Let $f$ be the Cantor function and $\lambda$ the Lebesgue measure in $[0,1]$ define $\nu(A)=\int_{A} f d\lambda$ for all $A \subset [0,1]$ is true that $\nu << \lambda$ or $\lambda << \nu $? If it's true compute the respective Radom-Nikodym derivative.
If $\lambda (A)=0$ how $f$ is positive measurable then i know that $\int_{A} f d \lambda=0$ and these implies that $\nu(A)=0$ hence $\nu << \lambda$ and these implies that exists $\frac{d \nu}{d \lambda}=g$ $\Rightarrow \nu(A)=\int_{A} g d \lambda \Rightarrow \int_{A} f d \lambda = \int_{A} g d \lambda$ but the Radom Nikodym derivative is unique $\lambda$-a.e and therefore $f=g$, $\lambda$-a.e is these correct?

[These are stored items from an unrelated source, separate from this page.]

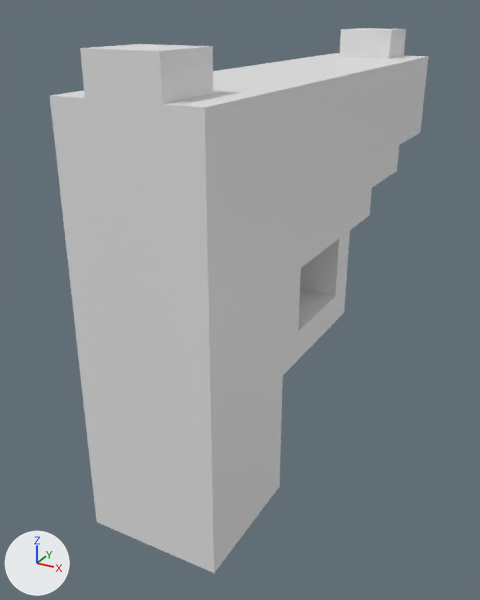
An edit to the FBX model Assets/Models/Weapons/Handgun/Handgun.fbx, drawn before and after from the same camera.
Camera for both pictures: a camera (50 mm lens) standing at (0.564, -1.209, 0.86) and looking at (-0.066, -0.064, 0.288). Lighting does not change. The marker at lower left points along +X, +Y and +Z. Where no turn or scale is listed for an object, it has been applied to the vertices.
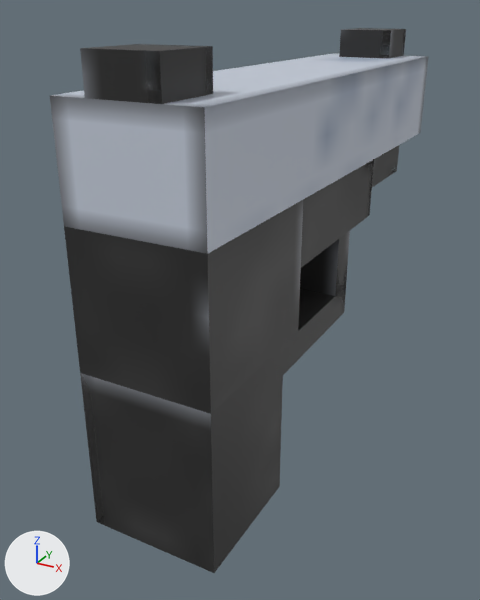
The change in detail:
Picture 'texture.png' (img_texture_png) is new.
Material 'texture.png' (mat_texture_png) is new.
Its texture is img_texture_png (with its transparency).
me_cube_2 has 8 vertices, 6 faces and spans x -0.125..0.125, y -0.312..0.062, z -0.062..0.063.
me_cube_2 now uses material mat_texture_png (picture img_texture_png).
me_cube_8 has 8 vertices, 6 faces and spans x -0.125..0.125, y -0.312..-0.125, z 0.0..0.063.
me_cube_8 now uses material mat_texture_png (picture img_texture_png).
me_cube_9 has 8 vertices, 6 faces and spans x -0.0625..0.0625, y -0.0625..0.0625, z 0.0..0.0625.
me_cube_9 now uses material mat_texture_png (picture img_texture_png).
me_cube has 8 vertices, 6 faces and spans x -0.125..0.125, y -0.125..0.125, z 0.0..0.312.
me_cube is used by ob_cube; location (0.0, -0.375, 0.0).
me_cube part 2: texture (UV) coordinates of 6 of 6 faces, centred in x -0.125..0.125, y -0.125..0.125, z 0.0..0.312, changed; they spanned u 0.0..0.25, v 0.69..1.0 and now span u 0.0..0.84, v 0.19..0.81.
me_cube now uses material mat_texture_png (picture img_texture_png).
me_cube_1 has 8 vertices, 6 faces and spans x -0.125..0.125, y -0.188..0.125, z 0.0..0.25.
me_cube_1 is used by ob_cube_1; location (0.0, -0.312, 0.313).
me_cube_1 part 1: texture (UV) coordinates of 6 of 6 faces, centred in x -0.125..0.125, y -0.187..0.125, z 0.0..0.25, changed; they spanned u 0.0..0.31, v 0.69..1.0 and now span u 0.38..0.88, v 0.16..0.69.
me_cube_1 now uses material mat_texture_png (picture img_texture_png).
me_cube_4 has 8 vertices, 6 faces and spans x -0.125..0.125, y -0.25..0.062, z 0.0..0.063.
me_cube_4 is used by ob_cube_4; location (0.0, 0.0, 0.25).
me_cube_4 part 5: texture (UV) coordinates of 6 of 6 faces, centred in x -0.125..0.125, y -0.25..0.062, z 0.0..0.063, changed; they spanned u 0.0..0.31, v 0.69..1.0 and now span u 0.0..0.97, v 0.12..0.72.
me_cube_4 now uses material mat_texture_png (picture img_texture_png).
me_cube_10 has 8 vertices, 6 faces and spans x -0.0625..0.0625, y -0.0625..0.0625, z 0.0..0.0625.
me_cube_10 now uses material mat_texture_png (picture img_texture_png).
me_cube_3 has 8 vertices, 6 faces and spans x -0.125..0.125, y 0.0..0.063, z 0.0..0.125.
me_cube_3 is used by ob_cube_3; location (0.0, 0.0, 0.312).
me_cube_3 part 3: texture (UV) coordinates of 6 of 6 faces, centred in x -0.125..0.125, y 0.0..0.063, z 0.0..0.125, changed; they spanned u 0.0..0.25, v 0.88..1.0 and now span u 0.12..0.97, v 0.06..0.78.
me_cube_3 now uses material mat_texture_png (picture img_texture_png).
me_cube_6 has 8 vertices, 6 faces and spans x -0.125..0.125, y -0.5..0.562, z 0.0..0.188.
me_cube_6 is used by ob_cube_6; location (0.0, 0.0, 0.562).
me_cube_6 part 4: texture (UV) coordinates of 6 of 6 faces, centred in x -0.125..0.125, y -0.5..0.562, z 0.0..0.187, changed; they spanned u 0.0..1.0, v 0.0..1.0 and now span u 0.0..0.91, v 0.12..1.0.
me_cube_6 now uses material mat_texture_png (picture img_texture_png).

Boxes (x1, y1, x2, y2) around the edits, measured in the pictures (480 x 600 px):
'cube_6', recoloured, surface changed
    both: (50, 53, 428, 254)
'cube_1', recoloured, surface changed (grey to black)
    both: (64, 200, 303, 414)
'cube', recoloured, surface changed (grey to black)
    both: (80, 345, 284, 573)
'cube_9', recoloured (grey to black)
    both: (80, 44, 213, 104)
'cube_2', recoloured (grey to black)
    both: (301, 159, 374, 267)
'cube_4', recoloured, surface changed (grey to black)
    both: (283, 284, 346, 375)
'cube_3', recoloured, surface changed (grey to black)
    both: (300, 231, 350, 296)
'cube_10', recoloured (white to black)
    both: (339, 28, 406, 59)
'cube_8', recoloured (grey to black)
    both: (370, 145, 399, 187)
part 5 of me_cube_4, surface changed (grey to black)
    before: (283, 287, 346, 375)
    after: (283, 284, 346, 375)

I think to $\lambda$ is not absolute continuous w.r.t $\nu$ but I not sure how counterexample works
Any hint or help I will be very grateful
If $f$ is any non-negqative measurable function on a measure space $(X,\mathcal S, \mu)$ then $\nu (A)=\int_A fd\mu$ defines a measure which is absolutely continuous w.r.t. $\mu$. [$\int_A fd\mu=0$ whenever $\mu(A)=0$ by the definition of integral w.r.t. $\mu$]. The Radon Nikodym derivative is $f$ itself.